DCArchitect on LibraryThing 11 months ago
A fascinating look at hidden history with just enough evidence to make it look plausible. As with all matters of religion, one's opinion about the veracity of the claims within this book are most likely preconcieved, but it's a fun read that speaks to the consiracy theory in all of us.
rebelwriter85 on LibraryThing 11 months ago
Reads like a good mystery or thriller. What is chilling is that it is non-fiction. At times it may be hard to follow with the flowery British writing.
thf1977 on LibraryThing 11 months ago
I first read Holy Blood, Holy Grail back in 1995 long before the Da Vinci Code was even conceived, and I was much inspired by it. Even though the authors are not "official" historical scholars, and despite various arguments being based on rather poor (or non-existing) historical evidence, a lot of the theories are actually plausible and interesting. And most of those theories are not unsubstantiated, despite what some critics have said. Holy Blood, Holy Grail is thoroughly annotated, and it's main problem seems to be, not the lack of sources, but rather the lack of source criticism.I say, if you read the book mostly for the historical theories, then skip the parts about the bloodline and even the Prieure de Sion. Those parts are entertaining and well written, but (unfortunately?) proven wrong to some extent. However, their theories and descriptions of early christianity and the Knights Templar carries much more weight, and leans on more respected sources. This book is really not as ridiculous as some people have claimed it to be!
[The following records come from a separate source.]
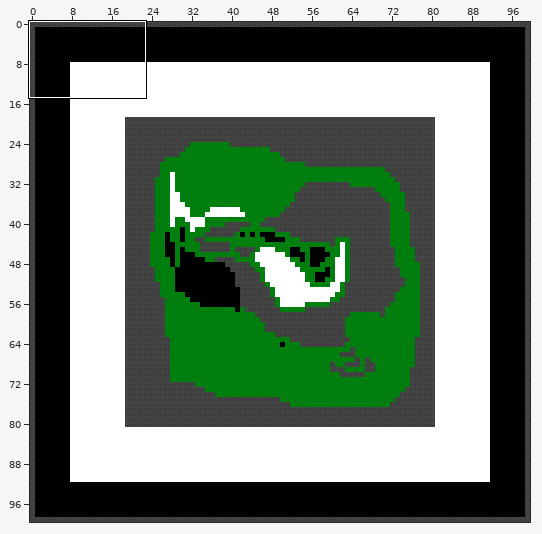
Two states of a Tiled map, res/maps/testworld1.tmx. The picture above shows the old version from afar; the outline marks the close-up.
Close-up. The starting point:
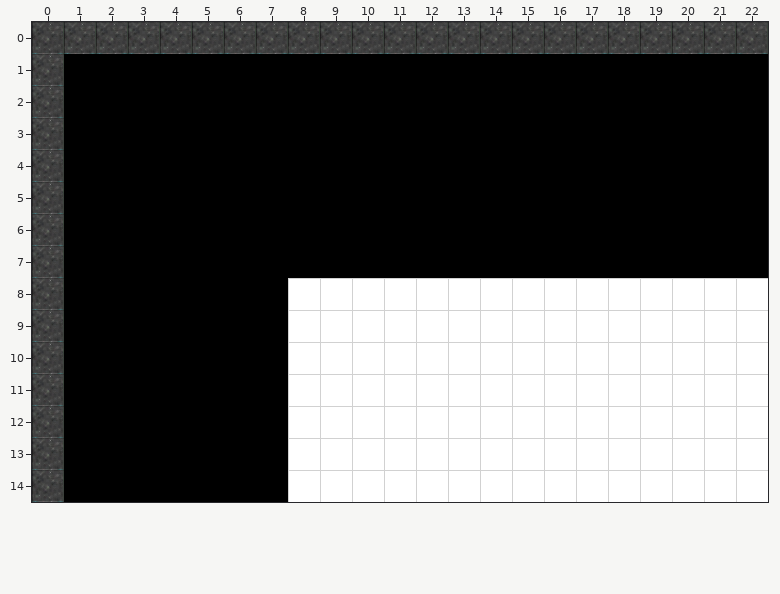
Cells are 32x32 px. Shown: x 0..22, y 0..14.
After the commit:
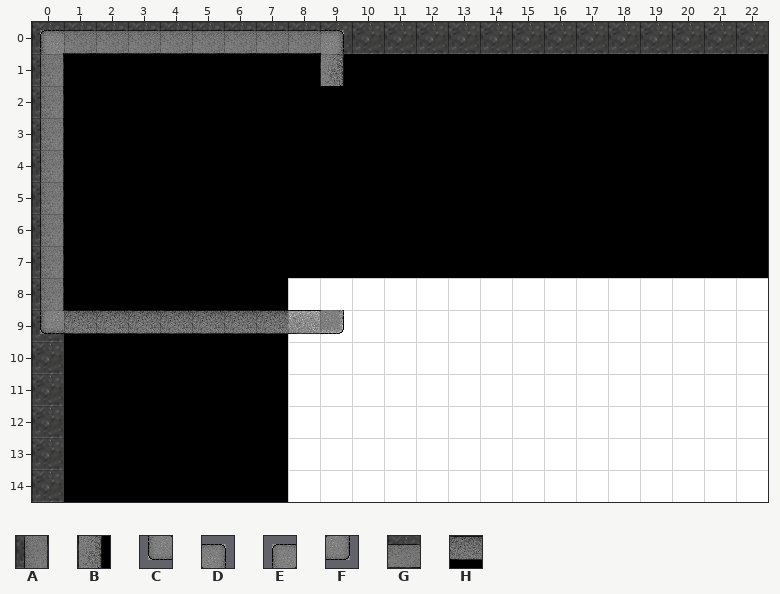
Key: from "walls": A 0, B 10, C 20, D 21, E 22, F 23, G 30, H 40.
_ is an empty cell, . an unchanged one.
Tiles of an added or newly shown layer are drawn over the layers below it.
See-through tiles are keyed as they look on the map.
Changes in this commit:
--- layer "solid" (added)
@@ x 0..9 @@
- 0 __________
- 1 _........_
- 2 _.........
- 3 _.........
- 4 _.........
- 5 _.........
- 6 _.........
- 7 _.........
- 8 _.........
- 9 __________
+ 0 EGGGGGGGGD
+ 1 A........B
+ 2 A.........
+ 3 A.........
+ 4 A.........
+ 5 A.........
+ 6 A.........
+ 7 A.........
+ 8 A.........
+ 9 CHHHHHHHHF

corgidog2 on LibraryThing 11 months ago
Intellectually challenging read suggesting that the holy grail is actually the bloodline of Jesus carried on into modern times. Read it. It is much more satisfying than The Da Vinci Code.
bostonian71 on LibraryThing 11 months ago
Interesting and extremely thought-provoking theory. Major weak point is that the authors will make certain assumptions (admitting that there's no concrete evidence to support them), then use them as though they were rock-solid facts.
danrebo on LibraryThing 11 months ago
While the authors don't convince on the historical case, the book reads like a mystery novel or a thriller. I enjoyed it on that basis alone. That Magdalen's womb was literally the vessel of Jesus' blood(line), represented symbolically by the Holy Grail, is as charged (and heretical) a metaphor as there could be for the Christian church. But heresies and conspiracy theories are exciting material for thrillers; the authors might have done better by calling it a novel, as Dan Brown did: then they could have hired him instead of suing him over it--but maybe that's just good marketing at this point.
JBD1 on LibraryThing 11 months ago
The "underpinning" for "Da Vinci Code". Generally unconvincing and unscholarly.